A couple walks past, arguing loudly. The intimate moment is broken.
“That black block in my mother’s embroidery—” I say. “You may be partially right. A headquarters building, yes, but not AVO’s. I think we’re looking at what she intended. Budapest Communist Party Headquarters.”
Gustav leans forward, looking around me, to get a better look. “Hmmm, maybe.”
I share the hi
ghlights of my encounter with Anikó, what she found here at this building, including the accusation by Kati’s student and the student’s subsequent escape.
“Anikó gave this to my mother,” I say pulling the note from my purse. “I’m certain this village is where she went searching. A farmer in that village helped the girl flee across the border near there. He was executed. But I’m hopeful a relative or someone else in the village can tell me whatever it was that my mother learned there. I suspect whatever she uncovered—or perhaps someone she met—is involved in her death.”
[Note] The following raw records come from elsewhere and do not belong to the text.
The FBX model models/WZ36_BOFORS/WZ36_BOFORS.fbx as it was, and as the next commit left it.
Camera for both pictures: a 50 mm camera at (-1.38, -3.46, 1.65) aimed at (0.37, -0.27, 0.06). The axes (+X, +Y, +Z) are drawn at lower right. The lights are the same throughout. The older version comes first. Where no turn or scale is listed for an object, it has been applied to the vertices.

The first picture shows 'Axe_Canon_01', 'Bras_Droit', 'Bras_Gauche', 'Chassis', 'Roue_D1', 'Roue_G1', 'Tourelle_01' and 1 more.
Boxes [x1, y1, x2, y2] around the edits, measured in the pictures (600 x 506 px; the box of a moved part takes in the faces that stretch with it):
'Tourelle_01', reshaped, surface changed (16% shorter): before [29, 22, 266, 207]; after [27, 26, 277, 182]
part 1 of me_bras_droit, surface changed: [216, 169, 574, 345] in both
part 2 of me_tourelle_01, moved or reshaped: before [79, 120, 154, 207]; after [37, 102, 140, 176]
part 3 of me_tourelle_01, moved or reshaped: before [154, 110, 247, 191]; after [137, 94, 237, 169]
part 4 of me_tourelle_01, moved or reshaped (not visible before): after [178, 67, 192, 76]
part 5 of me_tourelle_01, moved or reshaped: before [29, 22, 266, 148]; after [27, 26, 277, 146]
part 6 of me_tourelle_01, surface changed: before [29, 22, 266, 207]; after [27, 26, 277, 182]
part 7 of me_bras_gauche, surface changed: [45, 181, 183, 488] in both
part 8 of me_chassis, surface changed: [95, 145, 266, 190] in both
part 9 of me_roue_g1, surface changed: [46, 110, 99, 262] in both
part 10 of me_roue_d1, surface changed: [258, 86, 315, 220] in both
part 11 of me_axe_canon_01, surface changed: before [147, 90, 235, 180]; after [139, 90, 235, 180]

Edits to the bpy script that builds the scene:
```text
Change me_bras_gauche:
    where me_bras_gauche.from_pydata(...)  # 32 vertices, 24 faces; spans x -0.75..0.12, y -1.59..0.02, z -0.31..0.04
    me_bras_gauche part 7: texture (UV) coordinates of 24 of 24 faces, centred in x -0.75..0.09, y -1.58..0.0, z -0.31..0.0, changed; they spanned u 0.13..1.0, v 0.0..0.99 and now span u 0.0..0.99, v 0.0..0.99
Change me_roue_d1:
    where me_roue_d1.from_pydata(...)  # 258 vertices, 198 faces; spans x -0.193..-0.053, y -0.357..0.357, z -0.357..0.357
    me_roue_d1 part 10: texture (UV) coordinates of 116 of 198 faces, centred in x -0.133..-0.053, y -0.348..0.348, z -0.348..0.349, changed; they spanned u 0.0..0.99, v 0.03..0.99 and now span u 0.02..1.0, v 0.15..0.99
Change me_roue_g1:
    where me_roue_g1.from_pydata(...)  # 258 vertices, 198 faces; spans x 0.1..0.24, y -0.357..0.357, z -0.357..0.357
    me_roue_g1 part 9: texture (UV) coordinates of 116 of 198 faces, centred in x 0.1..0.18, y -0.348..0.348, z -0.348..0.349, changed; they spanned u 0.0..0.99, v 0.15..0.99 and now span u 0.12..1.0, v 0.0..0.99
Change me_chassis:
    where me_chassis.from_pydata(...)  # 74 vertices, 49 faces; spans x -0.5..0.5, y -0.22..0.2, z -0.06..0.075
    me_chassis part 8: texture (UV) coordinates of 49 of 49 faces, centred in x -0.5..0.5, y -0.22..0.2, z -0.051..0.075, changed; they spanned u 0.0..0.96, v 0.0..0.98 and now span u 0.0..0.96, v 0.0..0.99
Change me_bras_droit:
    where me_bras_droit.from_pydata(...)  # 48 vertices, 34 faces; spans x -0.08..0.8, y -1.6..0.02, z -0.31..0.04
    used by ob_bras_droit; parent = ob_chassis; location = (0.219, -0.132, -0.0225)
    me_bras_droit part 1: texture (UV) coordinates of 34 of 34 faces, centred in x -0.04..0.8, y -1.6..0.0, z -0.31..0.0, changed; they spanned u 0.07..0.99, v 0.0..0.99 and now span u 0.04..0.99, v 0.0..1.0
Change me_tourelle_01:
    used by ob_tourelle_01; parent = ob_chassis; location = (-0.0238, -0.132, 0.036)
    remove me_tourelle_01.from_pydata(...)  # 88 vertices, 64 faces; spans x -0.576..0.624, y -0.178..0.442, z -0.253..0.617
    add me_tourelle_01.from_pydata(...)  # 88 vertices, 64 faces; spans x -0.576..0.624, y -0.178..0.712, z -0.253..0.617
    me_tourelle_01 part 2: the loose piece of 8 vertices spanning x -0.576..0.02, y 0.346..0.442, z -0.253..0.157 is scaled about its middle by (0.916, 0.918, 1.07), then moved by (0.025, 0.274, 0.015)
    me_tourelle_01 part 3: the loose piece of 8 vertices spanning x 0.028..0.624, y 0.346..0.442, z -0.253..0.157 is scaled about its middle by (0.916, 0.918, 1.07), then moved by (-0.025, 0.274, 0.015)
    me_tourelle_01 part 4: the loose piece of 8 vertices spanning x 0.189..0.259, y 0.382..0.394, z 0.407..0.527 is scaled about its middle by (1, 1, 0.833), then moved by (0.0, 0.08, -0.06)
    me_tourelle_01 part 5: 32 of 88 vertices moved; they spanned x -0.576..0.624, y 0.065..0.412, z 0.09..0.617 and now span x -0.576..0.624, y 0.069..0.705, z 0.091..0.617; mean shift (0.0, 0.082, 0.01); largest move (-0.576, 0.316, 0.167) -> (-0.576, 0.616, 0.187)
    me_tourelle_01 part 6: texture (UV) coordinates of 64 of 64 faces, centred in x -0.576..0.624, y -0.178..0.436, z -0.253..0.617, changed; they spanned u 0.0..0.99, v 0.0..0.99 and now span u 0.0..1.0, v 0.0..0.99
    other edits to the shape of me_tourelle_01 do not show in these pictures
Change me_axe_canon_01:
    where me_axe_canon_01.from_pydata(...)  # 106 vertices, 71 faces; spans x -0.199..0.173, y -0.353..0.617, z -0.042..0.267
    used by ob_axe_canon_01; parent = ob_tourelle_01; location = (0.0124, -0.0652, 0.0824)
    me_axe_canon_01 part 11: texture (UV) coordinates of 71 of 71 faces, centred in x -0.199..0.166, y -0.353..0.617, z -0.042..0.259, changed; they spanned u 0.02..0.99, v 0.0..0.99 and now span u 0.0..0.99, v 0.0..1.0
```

Gustav takes the note, reads it.
“Also, I have a photo in this locket I’m wearing.” I hold up the heart. “I think it might be this very same student who escaped.” I shrug. “Although no one has been able to identify her. Whoever she is, she’s important.”
Gustav is pale, like he has just encountered one of those personal demons.
“What?” I ask. “What is it?”
A moment passes. “Kopháza. The village where I crossed,” he says in a hoarse whisper.
Where his university chums, his girlfriend, lost their lives. “Oh…”
We sit without speaking. Finally Gustav says, “And you are planning to go there?” His voice still does not sound normal.
“Tomorrow, if I can arrange it.”
Gustav looks apprehensive. “With your cousin?”
My answer is firm. Quick. “Alone.”
“I must come with you.”
“No,” I repeat. “I’m thirty-seven years old. It’s my family, my business. Besides, your uncle. How is he?”
One shoulder lifts. “As well as can be expected. He’s in Péterfy Sándor Utca Hospital, a few blocks from here. I was heading there. Will you come? He would like to meet you.”
“Me?”
“Yes. I told him you were here.”
I look at him quizzically.
“He knew Mariska and Zsófi.”
Gustav’s uncle is in his last days. Mariska and Zsófi would never forgive me if I did not pay my respects.